CN1078094C discloses a riser reactor for fluid catalytic cracking that comprises, vertically from bottom to top along said rector, a coaxial pre-lifting section, a first reaction zone, a second reaction zone with an expanded diameter and an outlet zone with a reduced diameter, and a horizontal pipe connected to the end of said outlet zone. The first reaction zone and the second reaction zone of the reactor can not only process under different conditions of, but also feedstock oils with different properties can be processed in separate stages.

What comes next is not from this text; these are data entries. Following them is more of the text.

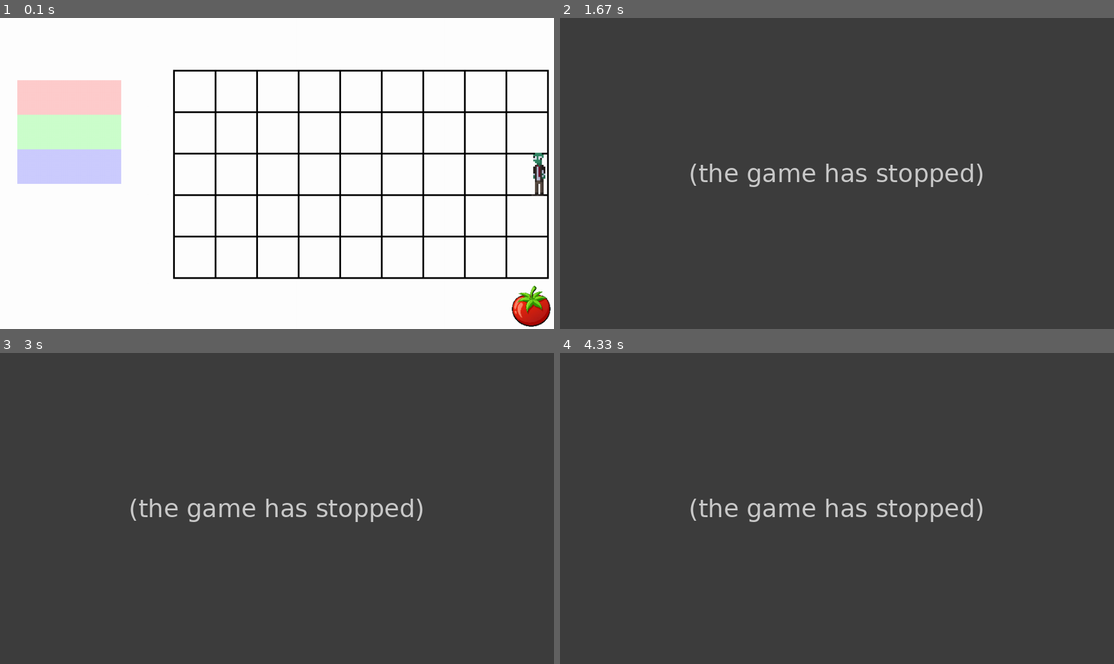
Above: before the commit, frames 1-4 (two rows, left to right).
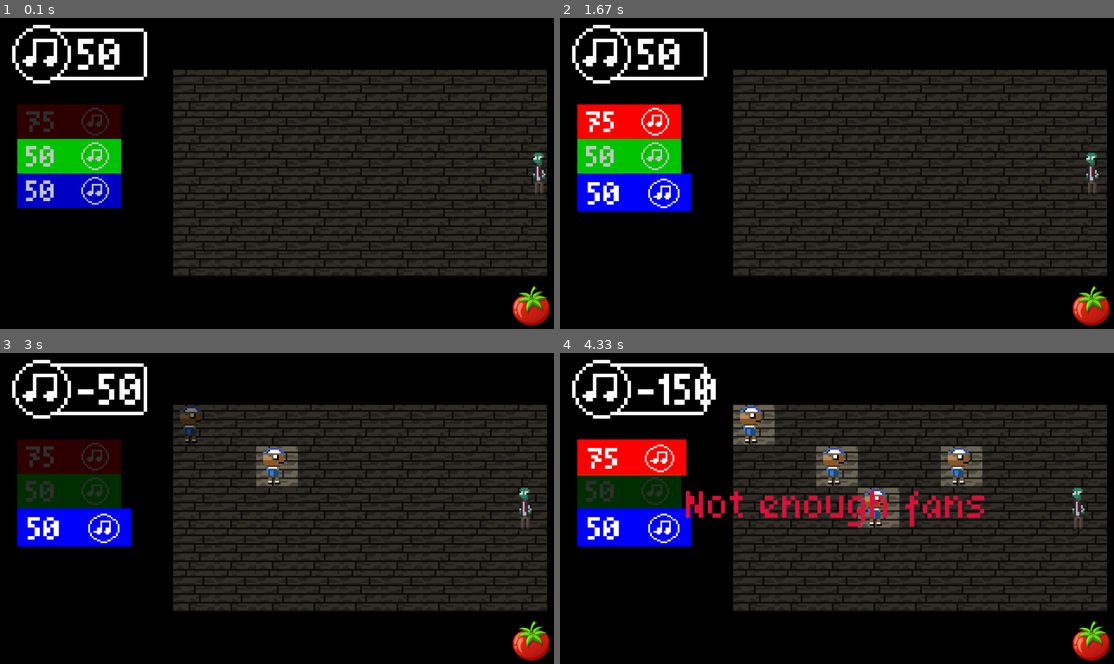
Above: after the commit, the same moments.

Repository: vocaz/pygametowerdefense
Game: pygame game, started from main.py
Two runs of this game, one before a commit and one after it. Both use one fixed random seed, a clock stepped at 60 frames per second and the inputs below.
Inputs (mouse positions are in pixels of both pictures, inside the frame that each line leads up to):
- Up to frame 1 (0.1 s): no input
- Up to frame 2 (1.67 s): tap 1 at 0.33 s; click (837, 192) at 0.72 s; click (665, 126) at 1.05 s; tap 3 at 1.33 s
- Up to frame 3 (3 s): tap 2 at 1.67 s; click (66, 527) at 2.05 s; click (260, 455) at 2.38 s; click (199, 443) at 2.72 s
- Up to frame 4 (4.33 s): click (875, 508) at 3.05 s; hold 2 3.33-3.8 s; click (953, 452) at 3.88 s; click (676, 446) at 4.22 s

The runs differ from the first frame. In frame 1, 97% of the frame differs, in the area x 0-100%, y 0-100%; in frame 2, 81%; in frame 3, 81%; in frame 4, 82%.
Error before the commit: AttributeError: 'testRed' object has no attribute 'img' (main.py line 198); the game stopped at 0.73 s (later frames are placeholders)

Commit message:
hella integration

Diff:
--- a/assets.py
+++ b/assets.py
@@ -5,6 +5,9 @@
     def load(cls):
         root = 'data/'
         cls.Images = {
+    "projectiles":{1:pygame.image.load("data/images/projectiles/tambourine.png"),},
+    "tiles":{"wood":pygame.image.load("data/images/misc/wood tile.png")},
+    "fans":{"counter":pygame.image.load("data/images/ui/fan counter.png"),"icon":pygame.image.load("data/images/ui/fan icon.png")},
     "towers":{1:pygame.image.load("data/images/towers/tambourine.png")},
     "tomato":[pygame.image.load("data/images/ui/tomato.png").convert_alpha(),0],
     "monsters":{1:pygame.image.load("data/images/monsters/normal.png")}
--- a/bullets.py
+++ b/bullets.py
@@ -1,6 +1,21 @@
 import pygame
 import math
 import random
+from assets import *
 
 class Bullet:
-    def __init__(self,):
+    def __init__(self,typeid,cords,velocity,damage,range):
+        self.typeid = typeid
+        self.origin = cords
+        self.cur_cords = cords
+        self.velocity = velocity
+        self.damage = damage
+        self.img = assets.Images["projectiles"][typeid]
+        self.range = range
+    def get_rect(self):
+        return pygame.Rect(self.cords, self.img.get_size())
+    def update(self):
+        self.cur_cords[0] += self.velocity[0]
+        self.cur_cords[1] += self.velocity[1]
+    def draw(self, targetdisplay):
+        targetdisplay.blit(self.img, (int(self.cur_cords[0]), int(self.cur_cords[1])))
--- a/main.py
+++ b/main.py
@@ -5,8 +5,28 @@
 from assets import *
 from towers import *
 
+#pygame setup
+clock = pygame.time.Clock()
+reallength = 320
+realheight = 180
+scaledlength = 960
+scaledheight = 540
+scaledwindow = pygame.display.set_mode((scaledlength,scaledheight))
+realwindow = pygame.Surface((reallength,realheight))
+pygame.init()
+assets.load()
+
+#playtime management
+fancount = 50
+time_of_last_fan = 0
+endframetext = ''
+endframetextcolour = (255,255,255)
+endframetextduration = 0 #duration in frames in which the text at the end of the frame stays there
+projectiles = []
+monster_lanes = [0,0,0,0,0]
 #testing variables
 dospawn = 1
+spawn_fan = True
 
 #spawn system
 monster_timer = 1
@@ -23,23 +43,17 @@
 mouse_pos = []
 click = 0
 
-#pygame setup
-clock = pygame.time.Clock()
-reallength = 320
-realheight = 180
-scaledlength = 960
-scaledheight = 540
-scaledwindow = pygame.display.set_mode((scaledlength,scaledheight))
-realwindow = pygame.Surface((reallength,realheight))
-pygame.init()
-
+#font initialization
+size16 = pygame.font.Font("data/quaver.ttf", 16)
+size23 = pygame.font.Font("data/quaver.ttf", 23)
+size32 = pygame.font.Font("data/quaver.ttf", 32)
+size48 = pygame.font.Font("data/quaver.ttf", 48)
+size60 = pygame.font.Font("data/quaver.ttf", 60)
 #globals
 size = 1
 scalingdirection = 1
-assets.load()
 current_tower = 0
 is_tomatoing = False
-font = pygame.font.Font(None,40)
 grid = [[0,0,0,0,0,0,0,0,0],
         [0,0,0,0,0,0,0,0,0],
         [0,0,0,0,0,0,0,0,0],
@@ -52,7 +66,22 @@
 cursor.fill((255,255,255))
 cursor_mask = pygame.mask.from_surface(cursor)
 
-
+def fan_manager():
+    global time_of_last_fan
+    global time_of_next_fan
+    global fancount
+    icon_surf = assets.Images["fans"]["counter"]
+    icon_surf = pygame.transform.scale_by(icon_surf,2)
+    icon_rect = icon_surf.get_rect(topleft=(5,0))
+    if time_of_last_fan == 0:
+        time_of_last_fan = pygame.time.get_ticks()
+        time_of_next_fan = time_of_last_fan + 10000
+    if spawn_fan:
+        if pygame.time.get_ticks() >= time_of_next_fan:
+            fancount += 25
+            time_of_last_fan = 0
+    realwindow.blit(size23.render("{:,}".format(fancount), False, (255, 255, 255)), (45, 12))
+    realwindow.blit(icon_surf, icon_rect)
 def kill_tower(towervar):
     target_cords = [towervar.cords["x"], towervar.cords["y"]]
     global grid
@@ -60,14 +89,14 @@
     del towervar
     grid[target_cords[1]][target_cords[0]] = 0
 
-def draw_monsters():
+def handle_monsters():
     global grid
     global monsters
-    monster_lanes = [False, False, False, False, False]
+    global monster_lanes
     for index, monster in sorted(enumerate(monsters), reverse = True):
         monster.update(grid)
         monster.draw(realwindow)
-        monster_lanes[monster.lane] = True
+        monster_lanes[monster.lane] = [monster.cords["x"], monster.cords["y"]]
 def spawn_monster():
     lanes = [0,1,2,3,4]
     try:
@@ -77,13 +106,17 @@
     spawnlane = random.choice(lanes)
     lastspawnedlane = spawnlane
     monsters.append(RobZombie(spawnlane))
-def draw_centretext(text,colour):
-    realwindow.fill((0,0,0))
-    closing_text = font.render(text, True, colour)
+def closing():
+    scaledwindow.fill((0,0,0))
+    draw_front_and_centre_text("Closing...", (255, 255, 255))
+    pygame.display.update()
+    running = False
+    pygame.quit()
+def draw_front_and_centre_text(text,colour): #this a function designed to run at the very end of the frame. it simply draws given text of a specific font onto the scaledwindow after the realwindow has been scaled onto it
+    closing_text = size60.render(text, True, colour)
     closing_text_rect = closing_text.get_rect()
-    closing_text_rect.center = (reallength // 2, realheight // 2)
-    realwindow.blit(closing_text, closing_text_rect)
-    scaledwindow.blit(pygame.transform.scale(realwindow, (scaledlength,scaledheight)), position)
+    closing_text_rect.center = (scaledlength // 2, scaledheight // 2)
+    scaledwindow.blit(closing_text, closing_text_rect)
 def reset_towerselection():
     global current_tower
     current_tower = 0
@@ -135,8 +168,16 @@
                 is_tomatoing = False
             print(is_tomatoing)
     scaledwindow.blit(keyed_tomato_scaled, tomato_rect_scaled)
+def show_notenoughfans():
+    global endframetextduration
+    global endframetext
+    global endframetextcolour
+    endframetext = 'Not enough fans'
+    endframetextcolour = pygame.Color('crimson')
+    endframetextduration = 30
 def check_towerselection():
     y = 0
+    global fancount
     global current_tower
     global size
     global scalingdirection
@@ -146,7 +187,12 @@
         colour = towertype.colour
         button_surf = pygame.Surface((60, 20))
         button_surf.fill(colour)
-        button_rect = button_surf.get_rect(center=(40, y * 20 + 46))
+        icon_surf = assets.Images["fans"]["icon"]
+        icon_rect = icon_surf.get_rect(center = (button_surf.get_width()/2,button_surf.get_height()/2))
+        icon_rect.move_ip(15,0)
+        button_surf.blit(icon_surf,icon_rect)
+        button_surf.blit(size16.render("{:,}".format(towertype.cost), False, (255, 255, 255)), (5, 4))
+        button_rect = button_surf.get_rect(center=(40, y * 20 + 60))
         if button_rect.collidepoint(get_pos(1)[0], get_pos(1)[1]):
             hovered = True
         if hovered == True:
@@ -162,47 +208,60 @@
                 if size <= 1:
                     scalingdirection = 1
                 if click == 1:
-                    current_tower = towertype
+                    if towertype.cost > fancount:
+                        show_notenoughfans()
+                    else:
+                        current_tower = towertype
             else:
                 if click == 1:
                     reset_towerselection()
         else:
-            button_surf.set_alpha(50)
+            if fancount >= towertype.cost:
+                button_surf.set_alpha(200)
+            else:
+                button_surf.set_alpha(50)
         if towertype == current_tower:
             button_surf.set_alpha(255)
             button_surf = pygame.transform.scale_by(button_surf,1.1)
         realwindow.blit(button_surf,button_rect)
         y += 1
 def update_grid(gridvar):
+    global monster_lanes
+    global tile_surf
     global click
     global is_tomatoing
+    global projectiles
+    global fancount
     hovered = False
     y = 0
     for row in gridvar:
         x = 0
         for tile in row:
             cords = {"x":x,"y":y}
-            tile_surf = pygame.Surface((24,24))
+            tile_surf = pygame.Surface.copy(assets.Images["tiles"]["wood"])
             tile_rect = tile_surf.get_rect(topleft=(((x*24) + 100),((y*24) + 30)))
             if tile_rect.collidepoint(get_pos(1)[0], get_pos(1)[1]):
                 hovered = True
             if tile == 0:
                 if hovered == True:
-                    pygame.draw.rect(realwindow,(150,150,150),tile_rect)
-                else:
-                    pygame.draw.rect(realwindow,white,tile_rect)
+                    tile_surf.set_alpha(255)
+                    realwindow.blit(tile_surf,tile_rect)
+                else:
+                    tile_surf.set_alpha(120)
+                    realwindow.blit(tile_surf,tile_rect)
             if isinstance(tile,Tower):
                 if tile.health <= 0:
                     kill_tower(tile)
                 else:
-                    tile_surf = tile.img
-                    sprite_rect = tile_surf.get_rect(center = tile_rect.center)
-                    sprite_rect.move_ip(0,-11)
+                    tile.update(monster_lanes,projectiles)
+                    sprite_surf = tile.img
+                    sprite_rect = sprite_surf.get_rect(bottomleft=(0,24))
+                    tile_surf.blit(sprite_surf,sprite_rect)
                     if hovered == True:
                         tile_surf.set_alpha(120)
                     else:
                         tile_surf.set_alpha(255)
-                    realwindow.blit(tile_surf,sprite_rect)
+                    realwindow.blit(tile_surf,tile_rect)
             if hovered == True:
                 if click == 1:
                     if is_tomatoing == True:
@@ -215,16 +274,26 @@
                         if current_tower == 0:
                             pass
                         else:
+                            fancount -= current_tower.cost
                             grid[y][x] = current_tower(cords)
             hovered = False
             x += 1
         y += 1
-
-    for i in range(6):
-        pygame.draw.line(realwindow,(0,0,0),(100,i*24 + 30),(24*9 + 100,i*24 + 30))
-    for i in range(10):
-        pygame.draw.line(realwindow,(0,0,0),(i*24 + 100,30),(i*24 + 100,5*24 + 30))
-
+def handle_projectiles():
+    global projectiles
+    for i, projectile in sorted(enumerate(projectiles), reverse=True):
+        kill_bullet = False
+        projectile.update()
+        projectile.draw(realwindow)
+        if projectile.range != 0:
+            print(projectile.origin[0])
+            print(projectile.range * 24)
+            if projectile.cur_cords[0] - projectile.origin[0] >= projectile.range * 24:
+                kill_bullet = True
+        if projectile.cur_cords[0] > 352 or -32 > projectile.cur_cords[1]:
+            kill_bullet = True
+        if kill_bullet:
+            projectiles.pop(i)
 running = True
 while running == True:
     if dospawn == 1:
@@ -232,13 +301,11 @@
         dospawn = 0
     click = 0
     deltatime = clock.tick(60)
-    realwindow.fill((255,255,255))
+    realwindow.fill((0, 0, 0))
     mouse_pos = pygame.mouse.get_pos()
     for event in pygame.event.get():
         if event.type == pygame.QUIT:
-            draw_centretext("Closing...",(255,255,255))
-            pygame.display.update()
-            running = False
+            closing()
         elif event.type == pygame.KEYDOWN:
             if event.key == pygame.K_SPACE:
                 tower_cords = []
@@ -251,24 +318,37 @@
                 if current_tower == testRed:
                     reset_towerselection()
                 else:
-                    current_tower = testRed
+                    if fetch_alltowertypes()[0].cost > fancount:
+                        show_notenoughfans()
+                    else:
+                        current_tower = fetch_alltowertypes()[0]
             elif event.key == pygame.K_2:
                 if current_tower == testGreen:
                     reset_towerselection()
                 else:
-                    current_tower = testGreen
+                    if fetch_alltowertypes()[1].cost > fancount:
+                        show_notenoughfans()
+                    else:
+                        current_tower = fetch_alltowertypes()[1]
             elif event.key == pygame.K_3:
                 if current_tower == tambourine:
                     reset_towerselection()
                 else:
-                    current_tower = tambourine
+                    if fetch_alltowertypes()[2].cost > fancount:
+                        show_notenoughfans()
+                    else:
+                        current_tower = fetch_alltowertypes()[2]
         if event.type == pygame.MOUSEBUTTONDOWN and event.button == 1:
             click = 1
-    check_towerselection()
-    update_grid(grid)
-    draw_monsters()
-    newwindow = pygame.transform.scale_by(realwindow,3)
-    scaledwindow.blit(newwindow, position)
-    check_tomato()
-    pygame.display.update()
-pygame.quit()
+    check_towerselection() #draw the buttons for each tower on screen, and check if the player has one selected
+    update_grid(grid) #check for updates on towers (the drawing of towers is included in this section of runtime)
+    fan_manager()#update fan count, as well as increment fan count
+    handle_projectiles()
+    handle_monsters() #update monsters (check for collision with towers or projectiles, update pos) and draw monsters
+    newwindow = pygame.transform.scale(realwindow,(scaledlength,scaledheight))
+    scaledwindow.blit(newwindow, position) #update scaled size window
+    if endframetext != "" and endframetextduration > 0:
+        draw_front_and_centre_text(endframetext,endframetextcolour)
+        endframetextduration -= 1
+    check_tomato() #handle the ability to tomato band members
+    pygame.display.update() #update what is seen
--- a/monsters.py
+++ b/monsters.py
@@ -29,9 +29,9 @@
             self.cords["x"] -= self.movespeed
     def tryeat(self,towervar):
         if self.last_attack_time == 0:
-            self.last_attack_time = time.time()
-            self.time_next_attack = self.last_attack_time + self.cooldown
-        if time.time() >= self.time_next_attack:
+            self.last_attack_time = pygame.time.get_ticks()
+            self.time_next_attack = self.last_attack_time + (self.cooldown * 1000)
+        if pygame.time.get_ticks() >= self.time_next_attack:
             print('attack')
             towervar.ishit(self.damage)
             self.last_attack_time = 0
--- a/towers.py
+++ b/towers.py
@@ -3,6 +3,7 @@
 import assets
 from assets import *
 from pygame.locals import *
+from bullets import *
 class Tower:
     typeid = 0
     cost = -1 #cost in fans per placement
@@ -11,6 +12,8 @@
     health = -1
     cooldown = -1 #seconds between each attack
     name = ''
+    last_attack_time = 0
+    time_next_attack = 0
     surface = []
     instances = []
     def __init__(self,new_cords):
@@ -24,6 +27,7 @@
         self.health -= dmg
         print(f'current hp = {self.health}')
 class testRed(Tower):
+    cost = 75
     health = 300
     colour = (255,0,0)
     name = 'Red'
@@ -32,6 +36,7 @@
         Tower.__init__(self,new_cords)
         testRed.instances.append(self)
 class testGreen(Tower):
+    cost = 50
     health = 300
     colour = (0,255,0)
     name = 'Green'
@@ -41,6 +46,10 @@
         testGreen.instances.append(self)
 class tambourine(Tower):
     typeid = 1
+    cooldown = 1.425
+    cost = 50
+    range = 6
+    damage = 20
     health = 300
     colour = (0,0,255)
     name = 'Tambourine'
@@ -49,3 +58,14 @@
         Tower.__init__(self,new_cords)
         self.img = assets.Images["towers"][self.typeid]
         tambourine.instances.append(self)
+    def update(self,monster_lanes,projectiles):
+        if monster_lanes[self.cords["y"]]:
+            if monster_lanes[self.cords["y"]][0] <= (24*self.range + self.cords["x"]*24 + 100):
+                self.tryattack(((self.cords['x']*24 + 100),(self.cords['y']*24+30)),projectiles)
+    def tryattack(self,origin,projectiles):
+        if self.last_attack_time == 0:
+            self.last_attack_time = pygame.time.get_ticks()
+            self.time_next_attack = self.last_attack_time + (self.cooldown * 1000)
+        if pygame.time.get_ticks() >= self.time_next_attack:
+            projectiles.append(Bullet(1,[origin[0],origin[1]],[2,0],100,2))
+            self.last_attack_time = 0
Binary file added: data/images/misc/wood tile.png
Binary file added: data/images/projectiles/tambourine.png
Binary file added: data/images/ui/fan counter.png
Binary file added: data/images/ui/fan icon.png
Binary file added: data/quaver.ttf
Not shown, added: data/images/projectiles/tambourine.aseprite
Not shown, added: data/images/ui/fan icon.aseprite

CN1076751C discloses a catalytic conversion process for preparing isobutane and isoalkane-rich gasoline, comprising feeding a preheated feedstock oil to a reactor having two reaction zones, contacting it with a hot cracking catalyst in the presence of a steam, carrying out primary and secondary reactions under cracking reaction conditions of a temperature of 530°-620° C. for 0.5-2 seconds in the first reaction zone and a temperature of 460-530° C. for 2-30 seconds in the second reaction zone, separating reaction products, feeding the spent catalyst that has been stripped to a regenerator, recycling the catalyst after coke thereon is burned.